Α Python-based Evaluation of Kazakhstans Fields for Carbon Capture, Utilization, and Storage Projects


Khussain B. Khagag F. Logvinenko A. Kenessary A. Tyulebayeva R. Ismailova J. Sass A. Brodskiy A. Zhurinov M.
April 2025Dr D. Pylarinos

Engineering, Technology and Applied Science Research
2025#15Issue 220782 - 20789 pp.

The purpose of this study is to evaluate the feasibility of different oil fields in Kazakhstan for Carbon Capture, Utilization, and Storage (CCUS) projects using advanced algorithms in Python. Using automated methods, the approach greatly simplifies and accelerates the selection process, allowing efficient analysis of large data sets. Taking into account key geological and operational parameters, with particular emphasis on the importance of the Dykstra-Parsons coefficient, the study presents a comprehensive ranking system for evaluating reservoir suitability.
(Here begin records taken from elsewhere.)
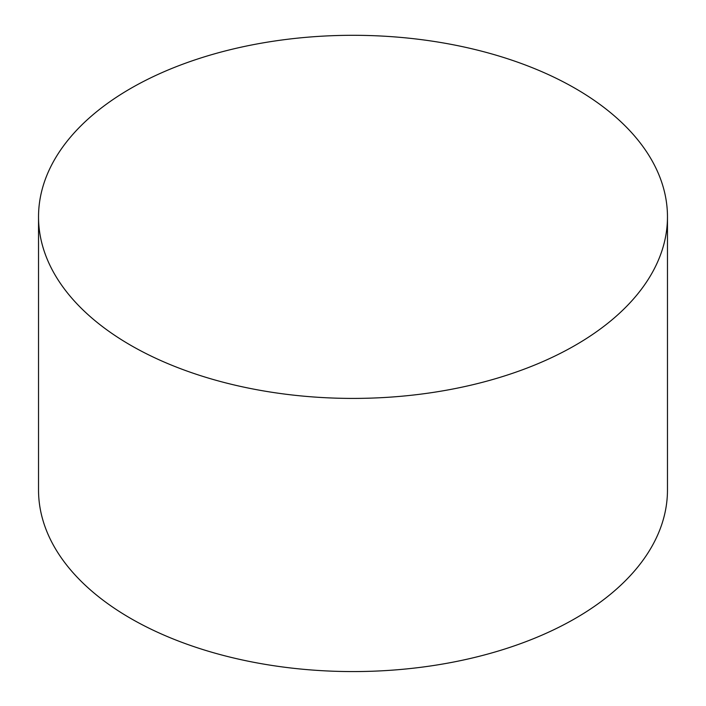 <?xml version="1.0" encoding="UTF-8"?>
<svg xmlns="http://www.w3.org/2000/svg" width="706" height="706" viewBox="0 0 706 706"><rect width="100%" height="100%" fill="white"/><g stroke="black" fill="none" stroke-linecap="round" stroke-linejoin="round"><path stroke-width="1.06" d="M38.53 216.857L38.53 490.017A314.47 181.557 0 0 0 130.636 618.394A314.47 181.557 0 0 0 473.347 657.754A314.47 181.557 0 0 0 667.47 490.017L667.47 216.857A314.47 181.557 0 0 0 353 35.3A314.47 181.557 0 0 0 38.53 216.857A314.47 181.557 0 0 0 130.636 345.243A314.47 181.557 0 0 0 473.347 384.594A314.47 181.557 0 0 0 667.47 216.857"/></g></svg>
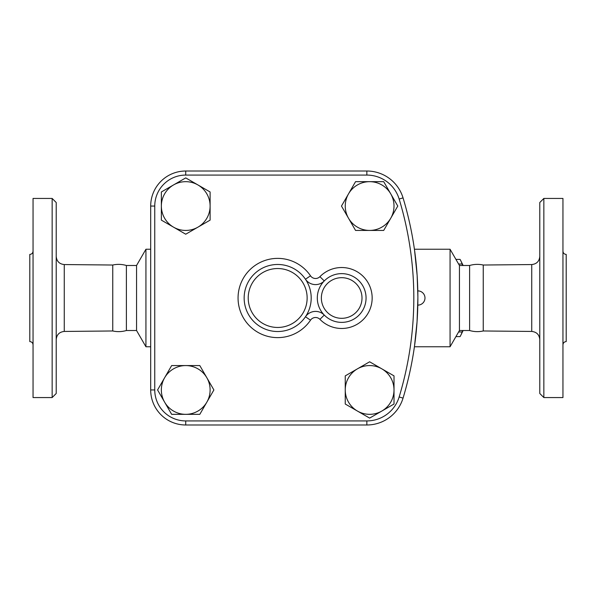 <?xml version="1.0" encoding="UTF-8"?>
<svg xmlns="http://www.w3.org/2000/svg" width="596" height="596" viewBox="0 0 596 596"><rect width="100%" height="100%" fill="white"/><g stroke="black" fill="none" stroke-linecap="round" stroke-linejoin="round"><path stroke-width="0.89" d="M56.21 298L56.21 202.506L52.15 198.438L52.15 397.562L56.21 393.494L56.21 298M150.691 346.76L145.938 346.76L145.938 249.24L136.551 265.488L136.551 330.512L126.397 330.512C121.889 331.823 117.338 331.979 112.756 330.974L112.756 265.026L64.264 264.557C59.369 264.035 56.687 261.324 56.21 256.429M52.15 397.562L33.048 397.562L33.048 198.438L52.15 198.438M33.048 344.831C32.855 342.864 31.774 341.776 29.8 341.582L29.8 254.417C31.774 254.224 32.855 253.136 33.048 251.169M126.397 330.512L126.397 265.488C121.889 264.177 117.338 264.021 112.756 265.026M539.79 298L539.79 393.494L543.85 397.562L543.85 198.438L539.79 202.506L539.79 298M483.244 265.026C478.663 264.021 474.111 264.177 469.603 265.488L469.603 330.512C474.111 331.823 478.663 331.979 483.244 330.974L483.244 265.026L531.736 264.557L531.736 331.443C536.631 331.965 539.313 334.676 539.79 339.571M543.85 397.562L562.952 397.562L562.952 198.438L543.85 198.438M562.952 344.831C563.145 342.864 564.226 341.776 566.2 341.582L566.2 254.417C564.226 254.224 563.145 253.136 562.952 251.169M414.518 346.082L417.058 321.795L417.878 298C417.796 288.814 417.796 288.814 417.878 298C417.796 307.186 417.796 307.186 417.878 298L417.87 299.602M417.863 300.913L417.856 301.569M417.841 303.021L417.833 303.722M417.818 304.459L417.803 305.048M417.803 305.092L417.803 305.115A7.115 7.115 0 0 0 424.985 298A7.115 7.115 0 0 0 417.803 290.893L417.841 292.986M417.841 293.15L417.856 294.431M417.863 295.087L417.87 296.398M154.759 389.948L150.691 389.948L150.691 206.052L150.691 389.948A35.037 35.037 0 0 0 185.728 424.985L366.845 424.985L185.728 424.985L185.728 420.925A30.977 30.977 0 0 1 154.759 389.948L154.759 206.052A30.977 30.977 0 0 1 185.728 175.075L366.845 175.075A33.763 33.763 0 0 1 399.156 199.049A341.344 341.344 0 0 1 399.156 396.951A33.763 33.763 0 0 1 366.845 420.925L185.728 420.925M185.728 175.075L185.728 171.015L366.845 171.015L185.728 171.015A35.037 35.037 0 0 0 150.691 206.052L154.759 206.052M463.122 330.512A37.585 9.73 90 0 1 462.757 331.294L460.753 335.347A42.16 10.914 -90 0 0 462.153 331.979L462.734 330.512M462.734 265.488L462.153 264.021A42.16 10.914 -90 0 0 460.753 260.653L462.757 264.706A37.585 9.73 90 0 1 463.122 265.488M455.925 336.606L460.075 336.606A42.16 10.914 -90 0 0 460.753 335.347M460.753 260.653A42.16 10.914 -90 0 0 460.075 259.394L455.925 259.394M458.6 331.979L462.153 331.979M458.6 264.021L462.153 264.021M197.924 184.939L210.112 191.972L210.112 206.052A24.384 24.384 0 0 0 173.54 184.939L185.728 177.899L197.924 184.939M210.112 220.125L197.924 227.165A24.384 24.384 0 0 0 210.112 206.052L210.112 220.125M185.728 234.206L173.54 227.165A24.384 24.384 0 0 0 197.924 227.165L185.728 234.206M161.352 206.052L161.352 191.972L173.54 184.939A24.384 24.384 0 0 0 173.54 227.165L161.352 220.125L161.352 206.052M390.745 218.24L383.705 230.429L369.632 230.429A24.384 24.384 0 0 0 390.745 193.856L397.785 206.052L390.745 218.24M355.551 230.429L348.518 218.24A24.384 24.384 0 0 0 369.632 230.429L355.551 230.429M341.478 206.052L348.518 193.856A24.384 24.384 0 0 0 348.518 218.24L341.478 206.052M369.632 181.668L383.705 181.668L390.745 193.856A24.384 24.384 0 0 0 348.518 193.856L355.551 181.668L369.632 181.668M357.444 411.061L345.248 404.028L345.248 389.948A24.384 24.384 0 0 0 381.82 411.061L369.632 418.101L357.444 411.061M345.248 375.875L357.444 368.835A24.384 24.384 0 0 0 345.248 389.948L345.248 375.875M369.632 361.794L381.82 368.835A24.384 24.384 0 0 0 357.444 368.835L369.632 361.794M394.016 389.948L394.016 404.028L381.82 411.061A24.384 24.384 0 0 0 381.82 368.835L394.016 375.875L394.016 389.948M164.615 377.76L171.655 365.572L185.728 365.572A24.384 24.384 0 0 0 164.615 402.144L157.575 389.948L164.615 377.76M199.809 365.572L206.849 377.76A24.384 24.384 0 0 0 185.728 365.572L199.809 365.572M213.89 389.948L206.849 402.144A24.384 24.384 0 0 0 206.849 377.76L213.89 389.948M185.728 414.332L171.655 414.332L164.615 402.144A24.384 24.384 0 0 0 206.849 402.144L199.809 414.332L185.728 414.332M319.918 276.671L324.269 280.94A24.384 24.384 0 0 0 332.471 320.574A24.384 24.384 0 0 0 366.063 298A24.384 24.384 0 0 0 324.269 280.94A12.188 12.188 0 0 1 305.457 279.233L310.509 275.814A39.619 39.619 0 0 0 251.505 268.26A39.619 39.619 0 0 0 251.505 327.74A39.619 39.619 0 0 0 310.509 320.186L305.457 316.767A33.525 33.525 0 0 0 266.963 266.233A33.525 33.525 0 0 0 251.013 318.316A33.525 33.525 0 0 0 305.457 316.767A12.188 12.188 0 0 1 324.269 315.06L319.918 319.329A30.478 30.478 0 0 0 363.158 319.627A30.478 30.478 0 0 0 363.158 276.373A30.478 30.478 0 0 0 319.918 276.671A6.094 6.094 0 0 1 310.509 275.814M366.845 420.925L366.845 424.985A37.824 37.824 0 0 0 403.045 398.128A345.412 345.412 0 0 0 403.045 197.872A37.824 37.824 0 0 0 366.845 171.015L366.845 175.075M417.878 296.637L417.14 275.404L414.518 249.918M469.603 330.512L459.449 330.512L450.062 346.76L450.062 249.24L414.421 249.24M459.449 330.512L459.449 265.488L450.062 249.24M112.756 330.974L64.264 331.443L64.264 264.557M399.156 396.951L403.045 398.128A345.412 345.412 0 0 0 403.045 197.872L399.156 199.049M310.509 320.186A6.094 6.094 0 0 1 319.918 319.329M305.457 316.767A33.525 33.525 0 0 0 266.963 266.233A33.525 33.525 0 0 0 251.013 318.316A33.525 33.525 0 0 0 305.457 316.767M362.003 298A20.316 20.316 0 0 1 331.525 315.597A20.316 20.316 0 0 1 331.525 280.403A20.316 20.316 0 0 1 362.003 298M307.141 298A29.465 29.465 0 0 1 262.948 323.516A29.465 29.465 0 0 1 262.948 272.484A29.465 29.465 0 0 1 307.141 298M64.264 331.443C59.369 331.965 56.687 334.676 56.21 339.571M531.736 264.557C536.631 264.035 539.313 261.324 539.79 256.429M483.244 330.974L531.736 331.443M150.691 249.24L145.938 249.24M450.062 346.76L414.421 346.76M136.551 330.512L145.938 346.76M136.551 265.488L126.397 265.488M469.603 265.488L459.449 265.488"/></g></svg>
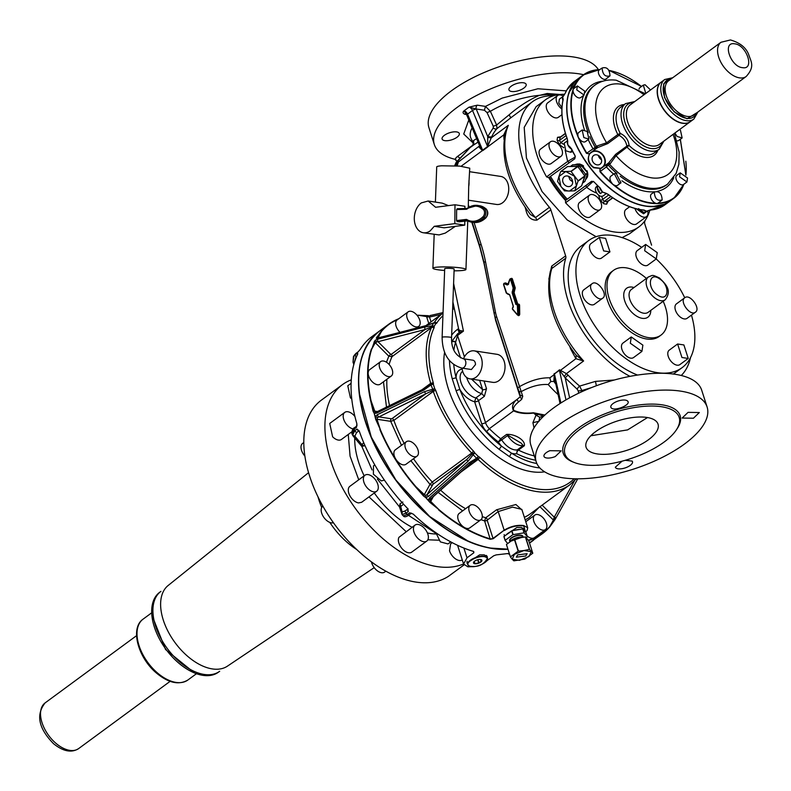 <?xml version="1.0" encoding="UTF-8"?>
<svg xmlns="http://www.w3.org/2000/svg" width="791" height="791" viewBox="0 0 791 791"><rect width="100%" height="100%" fill="white"/><g stroke="black" fill="none" stroke-linecap="round" stroke-linejoin="round"><path stroke-width="1.19" d="M565.377 92.903L566.89 89.877L574.306 81.522A76.509 44.326 53.7 0 0 566.939 89.828A76.509 44.326 53.7 0 0 565.377 92.903L562.668 97.283L563.063 100.012M579.17 77.943A76.509 44.326 53.7 0 0 579.081 78.012A76.509 44.326 53.7 0 0 568.877 92.715A76.509 44.326 53.7 0 0 567.513 98.104A76.509 44.326 53.7 0 0 574.048 140.274A76.509 44.326 53.7 0 0 608.714 187.467A76.509 44.326 53.7 0 0 652.565 206.659A76.509 44.326 53.7 0 0 669.72 201.3A76.509 44.326 53.7 0 0 669.809 201.23M567.266 199.174A76.509 44.326 53.7 0 1 558.258 188.209A76.509 44.326 -126.3 0 1 550.605 176.541L549.448 177.174A77.459 44.869 -126.3 0 0 557.19 188.99A77.459 44.869 53.7 0 0 566.198 199.965L591.46 181.386L593.992 181.871A76.509 44.326 53.7 0 0 600.013 187.823L602.505 192.025L607.972 194.24A76.509 44.326 53.7 0 0 644.082 210.04L646.366 211.217L651.171 209.971M563.113 99.804L562.737 101.614A76.509 44.326 53.7 0 0 567.365 138.959L567.839 144.832L571.418 148.738A76.233 44.158 53.7 0 0 575.087 155.837M571.428 148.619A76.509 44.326 53.7 0 0 575.136 155.797L574.8 158.754L548.746 177.619A78.873 45.69 53.7 0 0 565.516 200.449L565.575 202.763A78.873 45.69 53.7 0 0 638.861 226.918A78.873 45.69 53.7 0 0 649.836 210.258M574.236 164.746L579.833 163.974L587.664 172.863M582.71 182.998L585.567 174.356L587.634 172.834L587.822 174.841L587.436 177.046L585.409 179.962M563.835 95.523L565.298 93.061M567.335 114.922A76.233 44.158 53.7 0 0 573.574 138.662L574.919 141.886A76.233 44.158 53.7 0 0 607.448 186.152L610.108 188.406A76.233 44.158 53.7 0 0 630.991 201.497M568.719 94.05L569.471 91.756M653.663 206.372L651.25 206.402M652.219 206.56L647.087 206.233C634.876 204.592 622.388 198.541 609.614 188.07L607.933 186.656C593.477 173.98 582.364 158.843 574.592 141.263L573.742 139.236C566.643 121.468 565.021 106.083 568.867 93.081M597.521 185.45L597.264 187.091A5.666 3.283 53.7 0 0 600.339 193.627L597.156 187.18L597.591 186.103L597.156 187.18A1.889 1.335 8.8 0 1 597.264 187.091L598.372 186.281M606.479 193.459L602.999 196.02L601.219 196.376A5.666 3.283 -126.3 0 1 596.216 192.144A5.666 3.283 -126.3 0 1 596.285 186.884L597.037 186.33M600.339 193.627L602.505 192.025L606.232 193.35M602.505 192.025A5.666 3.283 -126.3 0 1 599.558 187.398A5.666 3.283 53.7 0 0 602.505 192.025L607.834 194.181M572.911 151.951L571.537 151.743M572.595 164.904L577.212 164.627A8.978 7.317 -126.2 0 0 576.51 164.676M576.827 164.657L580.792 164.627A1.622 1.325 53.8 0 1 582.156 165.368L584.757 168.73A8.978 7.317 -126.2 0 0 583.788 167.573M577.598 164.647L577.212 164.627A8.978 7.317 -126.2 0 1 578.023 164.657M584.233 168.127L587.634 172.834M585.617 174.623L587.693 173.1L586.408 177.154A8.978 7.317 -126.2 0 0 586.625 176.373M586.507 176.779L584.954 181.337L582.878 182.859L584.954 181.337M585.172 169.403L584.757 168.73A8.978 7.317 -126.2 0 1 585.558 169.996M586.269 177.51L586.408 177.154A8.978 7.317 -126.2 0 1 586.161 177.807M563.251 96.383L562.668 97.283L563.182 99.439M562.371 118.571A76.233 44.158 53.7 0 0 567.335 138.989L567.839 144.832L571.379 148.659M563.093 98.628L562.668 101.723C560.74 112.727 562.282 125.176 567.295 139.068L567.77 141.797M561.966 107.566L558.782 103.117L559.395 99.152L563.33 96.265A5.666 3.283 -126.3 0 0 562.668 97.283A5.666 3.283 -126.3 0 0 562.816 100.15A5.666 3.283 -126.3 0 0 562.915 100.467M571.656 151.763L570.894 152.317L565.852 150.814L564.181 143.191L567.661 140.63M647.542 210.89L643.607 213.788L636.34 208.804M600.774 168.335L602.277 167.227A9.166 7.465 -126.3 0 0 603.938 157.201A9.166 7.465 -126.3 0 0 594.624 151.269A9.166 7.465 -126.3 0 0 591.431 152.455L589.918 153.573A9.443 7.702 -126.3 0 0 594.09 167.494L600.774 168.335L602.574 167.356L600.221 169.086L608.714 162.867L615.625 154.344A1.889 1.542 53.7 0 0 616.051 155.679L610.306 163.618L608.714 162.867L602.574 167.356A9.443 7.702 -126.3 0 0 604.294 157.023A9.443 7.702 -126.3 0 0 594.694 150.903A9.443 7.702 -126.3 0 0 591.401 152.129A9.443 7.702 -126.3 0 0 591.391 152.139L589.038 153.869L586.823 153.157A76.233 44.158 -126.3 0 1 579.269 138.692A5.666 3.283 -126.3 0 0 580.426 140.096A5.666 3.283 -126.3 0 0 585.478 141.609L588.89 139.097L583.837 137.585L582.176 129.961L587.219 131.474L588.89 139.097M589.809 153.602L591.213 152.268L589.809 153.602C586.833 158.981 588.128 163.707 593.715 167.771L600.705 168.434L602.277 167.227M589.918 153.573L591.431 152.455M598.441 155.461A5.408 4.41 -126.3 0 0 593.655 155.481A5.408 4.41 -126.3 0 0 595.277 164.221A5.408 4.41 -126.3 0 0 600.053 164.202A5.408 4.41 -126.3 0 0 598.441 155.461M598.362 155.422A5.408 4.41 -126.3 0 0 601.447 159.693L601.526 159.733M614.271 173.664L616.051 173.298L620.984 182.79L619.215 183.156L614.271 173.664L610.86 176.166A5.666 3.283 -126.3 0 0 611.789 182.958A76.233 44.158 -126.3 0 1 600.24 171.42L599.944 168.987L599.944 171.687L606.371 166.931A1.889 1.542 53.7 0 1 608.279 165.111L606.371 166.931A63.29 36.663 -126.3 0 0 613.618 174.139M663.916 141.085L659.17 149.262A28.338 16.413 53.7 0 1 650.766 151.13A28.338 16.413 53.7 0 1 625.414 130.199A28.338 16.413 53.7 0 1 625.602 103.601L620.638 107.25A28.338 16.413 53.7 0 0 620.223 133.392A1.889 1.048 110.5 0 1 618.987 135.34L618.987 135.34C623.357 137.644 625.988 141.223 626.877 146.088A1.889 1.542 -126.3 0 0 627.303 147.423A30.226 17.511 53.7 0 0 645.12 157.33A30.226 17.511 53.7 0 0 657.885 150.211M591.401 152.129L597.531 147.63L607.725 143.596L606.578 142.785L597.274 145.89L597.531 147.64L591.391 152.139M611.789 182.958L612.867 184.412A76.509 44.326 53.7 0 0 651.171 203.277A76.509 44.326 53.7 0 0 656.5 203.603A76.509 44.326 53.7 0 0 656.728 203.603L655.591 203.208A5.666 3.283 -126.3 0 1 651.477 199.352A5.666 3.283 -126.3 0 1 650.904 194.596A5.666 3.283 -126.3 0 1 651.468 193.933L654.315 192.084C659.111 190.75 661.721 193.35 662.166 199.905L658.181 203.069A5.666 3.283 -126.3 0 1 658.003 203.178C670.6 202.397 679.153 196.128 683.671 184.362A5.666 3.283 -126.3 0 1 683.513 184.491A5.666 3.283 -126.3 0 1 679.538 183.888A5.666 3.283 -126.3 0 1 676.186 179.32A5.666 3.283 -126.3 0 1 676.799 175.355L680.211 172.853L687.537 178.024L686.924 181.979L679.598 176.818L680.211 172.853M679.588 129.566L680.468 130.327L682.139 137.95L678.718 140.462A5.666 3.283 -126.3 0 1 676.967 140.818M639.039 89.185A5.666 3.283 -126.3 0 1 639.909 87.623L643.32 85.121L645.1 84.756L650.538 89.956M609.999 75.827C605.194 77.172 602.584 74.562 602.139 68.006C606.944 66.671 609.554 69.282 609.999 75.827L606.015 78.991A5.666 3.283 -126.3 0 1 600.468 76.954A5.666 3.283 -126.3 0 1 598.728 70.518A5.666 3.283 -126.3 0 1 599.301 69.865A5.666 3.283 -126.3 0 1 599.479 69.746M599.627 69.618A76.509 44.326 53.7 0 0 583.234 74.957A76.509 44.326 53.7 0 0 573.03 89.66L573.811 88.562A5.666 3.283 -126.3 0 1 573.969 88.434L577.381 85.932L584.707 91.094L584.094 95.058L576.768 89.897L577.381 85.932M584.094 95.058L580.683 97.57A5.666 3.283 -126.3 0 1 576.718 96.967A5.666 3.283 -126.3 0 1 573.356 92.399A5.666 3.283 -126.3 0 1 573.06 90.866L573.03 89.66A76.509 44.326 53.7 0 0 578.201 137.219L579.269 138.692M589.038 153.869L586.477 153.355A76.509 44.326 53.7 0 1 578.201 137.219L577.914 135.479A5.666 3.283 -126.3 0 1 578.765 132.473L582.176 129.961M620.984 182.79L617.573 185.302A5.666 3.283 -126.3 0 1 615.803 185.658A5.666 3.283 -126.3 0 1 614.449 185.213L612.867 184.412A76.509 44.326 53.7 0 1 599.944 171.687M683.839 184.254A76.509 44.326 53.7 0 1 673.873 198.244A76.509 44.326 53.7 0 1 656.728 203.603L658.003 203.178M564.586 94.317A78.873 45.69 53.7 0 0 545.424 99.824A78.873 45.69 53.7 0 0 533.5 120.539A78.873 45.69 53.7 0 0 546.561 176.877L548.746 177.619M545.424 99.824L536.12 106.666L524.196 127.381L526.43 158.002L542.003 191.501L567.236 219.977L596.147 236.687M647.651 210.861A8.978 5.201 -126.3 0 1 646.524 216.596L636.597 223.893A8.978 5.201 -126.3 0 1 630.308 222.943A8.978 5.201 -126.3 0 1 624.999 215.706A8.978 5.201 -126.3 0 1 625.968 209.437L629.656 206.718M646.524 216.596A8.978 5.201 -126.3 0 1 634.926 208.438M561.956 114.636L558.317 117.315A8.978 5.201 -126.3 0 1 552.029 116.366A8.978 5.201 -126.3 0 1 546.71 109.128A8.978 5.201 -126.3 0 1 547.688 102.85L557.606 95.553A8.978 5.201 -126.3 0 1 563.39 96.166M561.887 109.02A8.978 5.201 -126.3 0 1 556.637 101.831A8.978 5.201 -126.3 0 1 557.606 95.553M561.056 156.272L551.129 163.569A8.978 5.201 -126.3 0 1 544.841 162.62A8.978 5.201 -126.3 0 1 540.5 149.113L550.427 141.816A8.978 5.201 -126.3 0 1 556.716 142.766A8.978 5.201 -126.3 0 1 561.056 156.272A8.978 5.201 -126.3 0 1 554.768 155.323A8.978 5.201 -126.3 0 1 550.427 141.816M600.201 209.566L590.274 216.863A8.978 5.201 -126.3 0 1 580.772 212.71A8.978 5.201 -126.3 0 1 579.645 202.397L589.572 195.1A8.978 5.201 -126.3 0 1 599.074 199.253A8.978 5.201 -126.3 0 1 600.201 209.566A8.978 5.201 -126.3 0 1 590.699 205.413A8.978 5.201 -126.3 0 1 589.572 195.1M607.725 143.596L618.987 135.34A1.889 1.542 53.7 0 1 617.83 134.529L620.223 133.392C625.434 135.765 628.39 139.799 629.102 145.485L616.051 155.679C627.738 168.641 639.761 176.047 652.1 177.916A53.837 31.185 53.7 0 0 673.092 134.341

This coefficient is critical to accurately assess the fluid displacement efficiency, which significantly influences the selection of candidates for Enhanced Oil Recovery (EOR). The results show that the inclusion of the Dykstra-Parsons coefficient improves the accuracy of field evaluation by accounting for key reservoir heterogeneity factors along with conventional properties. The comparative analysis shows that this approach provides more reliable field selection compared to the existing methods that do not consider this parameter, thereby improving the efficiency of CO2 storage projects.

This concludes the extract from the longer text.